If you want to use ChartInstruction: you need to copy this folder and place it in the root folder of this repo.
We also provide code to conduct experiments with GPT4, GPT4o, Gemini-1.5-flash, and Gemini-1.5-pro using the Azure OpenAI Service and the Google AI Studio. You will first need to obtain API keys from both providers and store them as environment variables.

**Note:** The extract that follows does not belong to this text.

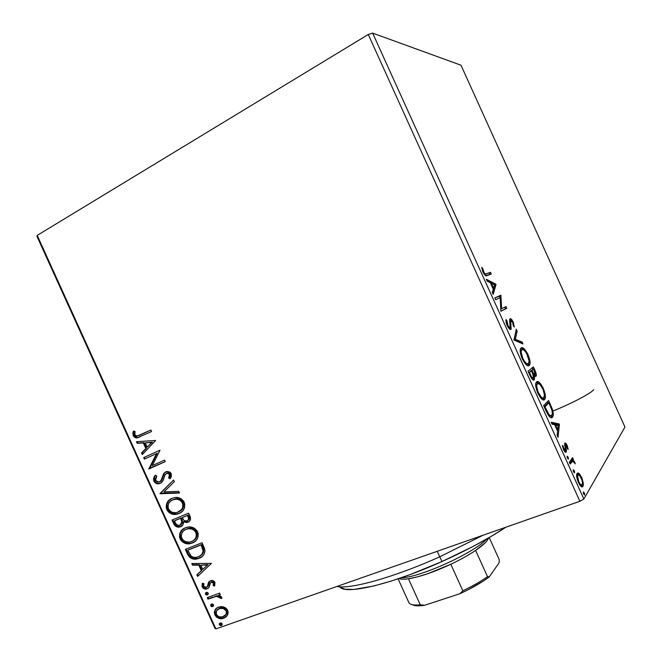 <?xml version="1.0" encoding="UTF-8"?>
<svg xmlns="http://www.w3.org/2000/svg" width="662" height="662" viewBox="0 0 662 662"><rect width="100%" height="100%" fill="white"/><g stroke="black" fill="none" stroke-linecap="round" stroke-linejoin="round"><path stroke-width="0.99" d="M215.886 628.9L37.204 235.391L368.262 34.49L579.879 501.275L215.886 628.9L579.879 501.275L583.859 499.032L372.632 33.1L460.984 65.215L624.953 427.023L583.859 499.032L624.953 427.023L460.984 65.215L372.632 33.1L583.859 499.032L579.879 501.275L368.262 34.49L372.632 33.1L368.262 34.49L37.204 235.391L215.886 628.9L215.018 628.495L215.886 628.9M223.731 606.955L221.116 606.574L217.608 607.534L215.1 609.925L214.331 612.259L214.86 614.915L216.548 617.141L218.923 618.349L221.406 618.664L224.302 617.985L226.76 616.198L227.943 614.096L228.076 611.605L226.967 609.148L224.915 607.435L218.667 607.062C215.158 608.295 213.892 610.91 214.86 614.915C217.285 618.382 220.247 619.483 223.731 618.217L227.471 615.172L227.662 610.331L223.731 606.955M207.264 597.645L207.959 599.16L214.753 596.735L217.856 596.288L219.801 597.116L220.156 598.283L221.853 598.208L221.1 596.379L218.46 595.303L220.28 594.633L219.585 593.111L207.264 597.645L207.959 599.16L216.416 596.33L221.803 598.531L221.704 597.215L218.46 595.303L220.28 594.633L219.585 593.111L207.264 597.645M215.001 582.452L212.916 580.648L209.97 580.979L208.447 582.51L207.405 586.532L205.65 587.475L203.582 586.218L203.921 583.644L202.398 583.205L201.968 586.458L203.755 588.642L206.834 588.932L208.993 587.343L210.665 582.577L211.807 582.146L213.073 582.543L213.677 583.785L213.114 585.556L214.579 586.052L215.001 582.452C213.909 580.756 212.519 580.152 210.839 580.64L208.77 581.972L207.405 586.532L206.395 587.335L203.582 586.218L203.921 583.644L202.398 583.205L202.158 586.946C203.375 588.808 204.906 589.478 206.759 588.948L208.82 587.624L210.251 583.057L211.203 582.27L213.528 583.114L213.114 585.556L214.579 586.052L215.001 582.452M187.429 553.953L189.829 557.462L193.428 559.034L197.475 558.819L202.026 556.634L203.904 554.591L204.972 551.074L204.417 548.194L202.059 542.732L185.352 549.369L187.429 553.953L188.074 553.54L186.055 549.096L188.074 553.54L187.429 553.953C189.787 558.38 193.072 560.011 197.293 558.869L198.989 558.331C202.531 557.222 204.517 554.682 204.963 550.718L202.059 542.732L185.352 549.369L187.429 553.953M172.037 520.051L175.082 525.81L176.886 526.878L179.75 527.01L182.836 524.916L183.457 521.855L186.792 522.558L189.315 521.333L190.606 518.958L189.911 515.971L188.629 513.158L172.037 520.051L173.825 523.99C175.198 526.464 177.085 527.482 179.485 527.06L180.627 526.72C182.613 525.926 183.556 524.304 183.457 521.855L187.843 522.252C190.457 521.143 191.144 519.049 189.911 515.971L188.629 513.158L172.037 520.051M159.981 493.504L179.485 493.008L178.732 491.345L163.994 491.924L174.338 481.671L173.576 480.008L160.096 493.761L179.485 493.008L178.732 491.345L163.994 491.924L174.338 481.671L173.576 480.008L159.981 493.504M144.366 459.122L156.513 453.611L148.842 468.977L165.243 461.646L164.548 460.115L152.293 465.609L160.03 450.168L143.679 457.608L144.366 459.122L156.513 453.611L148.842 468.977L165.243 461.646L164.548 460.115L152.293 465.609L160.03 450.168L143.679 457.608L144.366 459.122M140.03 435.091L136.041 436.001L134.725 434.396L135.007 431.318L133.418 431.127L132.88 433.353L133.244 435.728L134.75 437.491L136.786 437.979L151.581 431.55L150.886 430.019L137.009 436.159L134.891 434.942L135.007 431.318L133.418 431.127L133.244 435.728L136.769 437.979L151.581 431.55L150.886 430.019L140.03 435.091M155.636 440.47L136.446 441.67L137.2 443.325L143.315 442.944L145.83 448.505L141.552 452.916L142.305 454.571L155.636 440.47L136.446 441.67L137.2 443.325L143.315 442.944L145.83 448.505L141.552 452.916L142.305 454.571L155.636 440.47M159.724 481.787L161.586 480.339L158.632 482.126L155.504 480.339L156.828 476.044L155.438 475.175C153.75 476.714 153.228 478.725 153.882 481.183L155.107 482.78L156.786 483.632L160.576 483.227L163.084 480.372L165.095 474.596L167.296 473.115L168.553 473.363L169.513 474.406L169.654 475.92L168.595 478.005L170.159 478.75L171.359 476.458L171.218 473.678L169.96 472.147L167.172 471.443L164.027 473.123L161.164 480.264L159.244 481.994L157.341 482.002L155.661 480.629L155.297 479.081L156.828 476.044L155.438 475.175L153.559 478.609L153.882 481.183L154.56 480.844C153.907 478.651 154.287 476.814 155.711 475.341L154.784 476.756M171.921 498.37L168.049 501.217L166.452 504.187L166.212 507.795L167.254 510.501L169.174 512.628L173.543 514.349L177.383 514.093L180.378 512.843L182.886 510.725L184.532 507.721L184.764 504.039L183.688 501.299L181.28 498.883L178.442 497.708L175.066 497.534L171.921 498.37C167.213 500.315 165.508 504.063 166.799 509.632C169.265 513.472 172.476 515.028 176.423 514.3L178.922 513.571C183.746 511.66 185.492 507.862 184.152 502.168C181.702 498.403 178.541 496.872 174.677 497.584L171.921 498.37M185.294 527.821L181.388 530.601L179.774 533.531L179.526 537.122L180.569 539.811L182.489 541.955L186.883 543.725L190.747 543.519L193.759 542.31L196.283 540.25L197.946 537.279L198.195 533.622L197.119 530.883L194.711 528.45L191.856 527.25L188.463 527.026L185.294 527.821C180.552 529.691 178.823 533.398 180.114 538.951C182.803 543.014 186.229 544.561 190.399 543.593L192.294 543.014C197.152 541.185 198.914 537.428 197.582 531.752C194.951 527.804 191.599 526.273 187.536 527.159L185.294 527.821M211.435 563.379L191.773 563.528L192.526 565.174L198.79 565.133L201.314 570.685L196.879 574.765L197.632 576.42L211.435 563.379L191.773 563.528L192.526 565.174L198.79 565.133L201.314 570.685L196.879 574.765L197.632 576.42L211.435 563.379M206.271 592.407L205.493 593.069L205.518 594.327L206.354 594.964L207.653 594.824L208.331 593.45L207.33 592.382L206.271 592.407L205.443 594.186L207.413 594.939L208.24 593.152L206.271 592.407M211.55 604.042L210.773 604.696L210.797 605.953L211.633 606.591L212.932 606.458L213.619 605.093L212.618 604.017L211.55 604.042L210.723 605.813L212.701 606.566L213.528 604.795L211.55 604.042M220.165 623.008L219.379 623.645L219.494 625.036L220.794 625.631L221.762 625.292L222.242 624.067L221.232 622.992L220.165 623.008L219.329 624.763L221.307 625.532L222.142 623.769L220.165 623.008M578.969 473.421L577.852 472.933L576.85 473.967L577.264 479.396L579.862 485.13L582.246 486.909L583.081 486.115L583.354 484.046L582.221 478.8L579.581 473.992L578.969 473.421L577.653 473.893L578.547 474.803L577.653 473.893L578.969 473.421L577.041 473.52C576.188 474.927 576.652 477.923 578.414 482.507C580.591 486.578 582.105 487.869 582.949 486.38L583.255 482.871L581.617 477.335L578.969 473.421M569.328 462.25L570.131 464.029L572.812 461.058L575.295 463.789L574.277 461.331L572.895 460.016L573.366 459.329L572.572 457.583L569.328 462.25L570.131 464.029L572.464 461.1L575.295 463.789L572.895 460.016L573.366 459.329L572.572 457.583L569.328 462.25M567.127 445.377L565.687 443.217L564.636 443.391L565.514 449.515L565.133 450.483L562.336 445.41L563.734 450.102L565.77 452.353L566.457 450.83L565.563 444.922L566.589 445.658L567.45 448.745L568.195 449.39L567.251 445.65L566.556 445.592L567.127 445.377C566.018 443.25 565.224 442.514 564.752 443.184L565.381 450.367L563.858 448.927L563.114 446.014L562.336 445.41L563.536 449.68C564.785 452.047 565.671 452.858 566.2 452.113L565.538 444.963L566.78 446.031L567.45 448.745L568.195 449.39L567.127 445.377M546.084 410.978L548.558 415.562L550.37 417.35L552.017 417.557L553.192 415.637L552.456 409.513L548.633 400.518L543.651 405.607L546.084 410.978C549.071 416.936 551.206 419.005 552.489 417.176L552.82 416.704C553.597 415.612 553.473 413.22 552.456 409.513L548.633 400.518L543.651 405.607L546.084 410.978M528.053 371.2L531.619 378.49L533.001 379.922L534.135 379.971L534.54 378.391L533.837 375.197L535.55 376.537L536.328 375.064L533.382 366.872L528.053 371.2L530.146 375.826C531.917 379.318 533.249 380.708 534.135 379.971L533.837 375.197L536.129 376.124C536.617 375.097 536.187 373.078 534.83 370.075L533.382 366.872L528.053 371.2M513.927 340.053L522.997 343.959L522.136 342.064L515.384 339.308L517.146 331.058L516.286 329.171L513.927 340.053L522.997 343.959L522.136 342.064L515.384 339.308L517.146 331.058L516.286 329.171L513.927 340.053M495.639 299.704L500.166 297.66L500.886 311.272L506.819 308.285L506.033 306.539L501.614 308.732L500.902 295.227L494.828 297.925L495.639 299.704L500.166 297.66L500.886 311.272L506.819 308.285L506.033 306.539L501.614 308.732L500.902 295.227L494.828 297.925L495.639 299.704M486.347 273.745L485.279 273.886L484.236 272.984L482.606 268.218L481.696 267.473L483.078 272.405L485.469 275.566L491.303 274.051L490.517 272.305L486.347 273.745C485.809 274.548 484.89 273.911 483.583 271.842L482.606 268.218L481.696 267.473L482.929 272.082C484.865 275.491 486.256 276.642 487.083 275.533L491.303 274.051L490.517 272.305L489.259 272.893L489.988 274.515L489.259 272.893L486.347 273.745M495.904 284.205L486.355 279.232L487.24 281.168L490.335 282.773L493.264 289.228L492.338 292.422L493.215 294.358L496.037 284.495L494.779 285.074L495.904 284.205L486.355 279.232L487.24 281.168L490.335 282.773L493.264 289.228L492.338 292.422L493.215 294.358L496.037 284.495L494.779 285.074L492.536 292.852L494.646 284.784L495.904 284.205M507.125 325.464L509.318 328.791L510.245 329.436L511.163 329.171L510.625 321.236L511.229 320.524L512.562 322.162L513.331 325.878L514.3 327.036L513.273 322.104L510.667 318.778L509.897 318.976L509.641 319.928L510.261 327.508L509.359 327.45L508.011 325.671L507.018 320.822L506.066 319.547L506.173 322.659L507.125 325.464C508.772 328.575 510.038 329.891 510.923 329.411L510.733 320.747L512.678 322.411L513.273 322.104C511.892 319.473 510.832 318.372 510.104 318.803L509.632 320.185L510.129 327.632C509.55 327.922 508.73 327.036 507.671 324.984L507.018 320.822L506.066 319.547C505.694 320.714 506.049 322.692 507.125 325.464M521.151 347.914L520.382 349.097L520.274 352.126L522.268 358.87L526.34 364.853L527.97 365.772L529.385 365.267L530.055 363.231L529.848 360.376L527.465 353.483L523.468 348.245L521.697 347.682L520.58 348.576C519.662 350.256 520.224 353.682 522.268 358.87C525.371 364.613 527.664 366.814 529.153 365.49L529.658 364.87C530.61 363.181 530.039 359.723 527.945 354.484C524.941 348.907 522.674 346.714 521.151 347.914M536.576 381.941L535.872 383.257L535.831 386.442L538.123 393.816L541.88 399.136L543.461 399.922L544.793 399.252L545.38 397.051L545.132 394.08L542.716 387.113L538.785 382.04L537.395 381.593L536.154 382.479C535.161 384.217 535.732 387.824 537.883 393.302C540.953 398.987 543.188 401.056 544.578 399.509L544.942 399.012C545.96 397.258 545.372 393.625 543.188 388.106C540.2 382.578 537.999 380.526 536.576 381.941M559.282 424.003L551.181 422.215L552.058 424.152L554.69 424.723L557.611 431.169L557.156 435.406L558.033 437.342L559.415 424.292L558.116 424.797L559.282 424.003L551.181 422.215L552.058 424.152L554.69 424.723L557.611 431.169L557.156 435.406L558.033 437.342L559.415 424.292L558.116 424.797L558.049 425.443L557.983 424.507L559.282 424.003M567.094 456.168L567.309 458.005L568.36 459.196L568.219 457.285L567.094 456.168L567.384 458.178L568.435 459.13L568.145 457.119L567.094 456.168M573.267 469.788L573.499 471.65L574.442 472.858L574.451 471.054L573.342 469.714L573.573 471.824L574.608 472.742L574.302 470.707L573.267 469.788M583.33 491.99L583.512 493.72L584.521 495.068L584.496 493.215L583.404 491.907L583.652 494.067L584.678 494.953L584.356 492.867L583.33 491.99M37.047 236.549L215.018 628.495L37.047 236.549L37.204 235.391L37.047 236.549M593.756 389.661C591.092 393.302 571.86 403.423 552.886 411.061M481.845 268.573L482.606 268.218L481.845 268.573M482.474 270.965L483.144 270.65L482.474 270.965M482.954 272.14L483.583 271.842L482.954 272.14M487.108 280.878L494.646 284.784L487.108 280.878M494.506 284.925L493.554 288.21L492.933 288.5L493.554 288.21L491.32 283.278L490.699 283.568L491.32 283.278L494.506 284.925L493.554 288.21L491.32 283.278L494.506 284.925M494.837 297.933L501.068 295.591L499.81 296.171L499.868 297.792L499.636 295.798L494.837 297.933M500.637 309.171L501.614 308.732L500.637 309.171M504.792 307.16L505.553 308.848L506.819 308.285L500.861 311.214L505.553 308.848L504.792 307.16M505.991 321.277L507.018 320.822L505.991 321.277M507.042 325.265L507.671 324.984L507.042 325.265M508.838 328.203L510.038 327.673M509.69 319.473L510.807 320.59L509.69 319.473M514.3 327.036L513.273 322.104L512.661 322.377L513.331 325.878L514.3 327.036M509.699 321.07L510.915 320.532L509.699 321.07M509.889 322.353L510.659 322.013L509.889 322.353M510.286 324.843L511.064 324.504L510.286 324.843M510.129 328.849L510.038 329.345M515.797 331.439L517.146 331.058L515.872 331.612L514.093 339.863L515.384 339.308L514.093 339.863L520.862 342.618L522.136 342.064L520.862 342.618L521.126 343.206L520.862 342.618L514.093 339.863L515.797 331.439M521.077 348.262L522.169 348.783M527.333 354.741L527.945 354.484L527.333 354.741M528.781 363.19L528.111 365.788L528.781 363.19M528.433 365.788L529.153 365.49L528.433 365.788M526.638 364.489L527.06 364.274M521.102 350.033L521.946 349.668C523.17 348.692 524.999 350.463 527.432 354.964C529.07 359.118 529.509 361.874 528.773 363.223L528.359 363.728C527.159 364.812 525.314 363.033 522.814 358.39C521.193 354.244 520.754 351.514 521.499 350.198L521.946 349.668L520.473 350.38M522.814 358.39L522.177 358.663L522.814 358.39L521.193 352.424L521.333 350.612L522.392 349.478L524.213 350.231L526.638 353.392L529.079 360.906L528.541 363.554L526.795 363.719L524.85 361.882L522.814 358.39M532.265 367.774L532.968 369.33L532.265 367.774M534.217 370.331L534.83 370.075L534.217 370.331M534.995 374.849L535.037 375.577M533.282 375.428L533.837 375.197L533.282 375.428M533.241 379.409L533.158 379.93M533.688 380.154L534.135 379.971L533.688 380.154M528.681 372.59L531.404 370.885L533.018 374.626L533.332 378.201C532.604 378.59 531.603 377.373 530.336 374.551L529.691 374.816L530.336 374.551L529.41 372.524L528.773 372.789L531.404 370.885L528.681 372.59M530.742 371.159L533.638 369.057L535.111 374.642C534.466 375.064 533.547 373.956 532.356 371.332L531.727 371.597L532.356 371.332L531.95 370.439L530.742 371.159M531.95 370.439L533.638 369.057L530.659 370.977L533.638 369.057L535.21 372.83L535.111 374.642L533.539 373.641L531.95 370.439M536.435 382.139L538.611 383.488L537.486 382.562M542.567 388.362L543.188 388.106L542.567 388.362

$ python src/chart2metadata.py --datasets calvi-chartom-real_world-vlat --model internvl2.5/8B/
$ python src/table2code.py --datasets calvi-chartom-real_world-vlat --model qwen2.5/7B/
Finally, evaluate the accuracy of the models
$ python src/evaluate.py --results_folder results_qa --output_file results_qa.csv
If you find this work relevant to your research or use this code in your work, please cite our paper as follows:
@article{tonglet2025misleadingvisualizations,
title={Protecting multimodal LLMs against misleading visualizations},
author={Tonglet, Jonathan and Tuytelaars, Tinne and Moens, Marie-Francine and Gurevych, Iryna},
journal={arXiv preprint arXiv:2502.20503},
year={2025},
url={https://arxiv.org/abs/2502.20503},
doi={10.48550/arXiv.2502.20503}
}This repository contains experimental software and is published for the sole purpose of giving additional background details on the respective publication.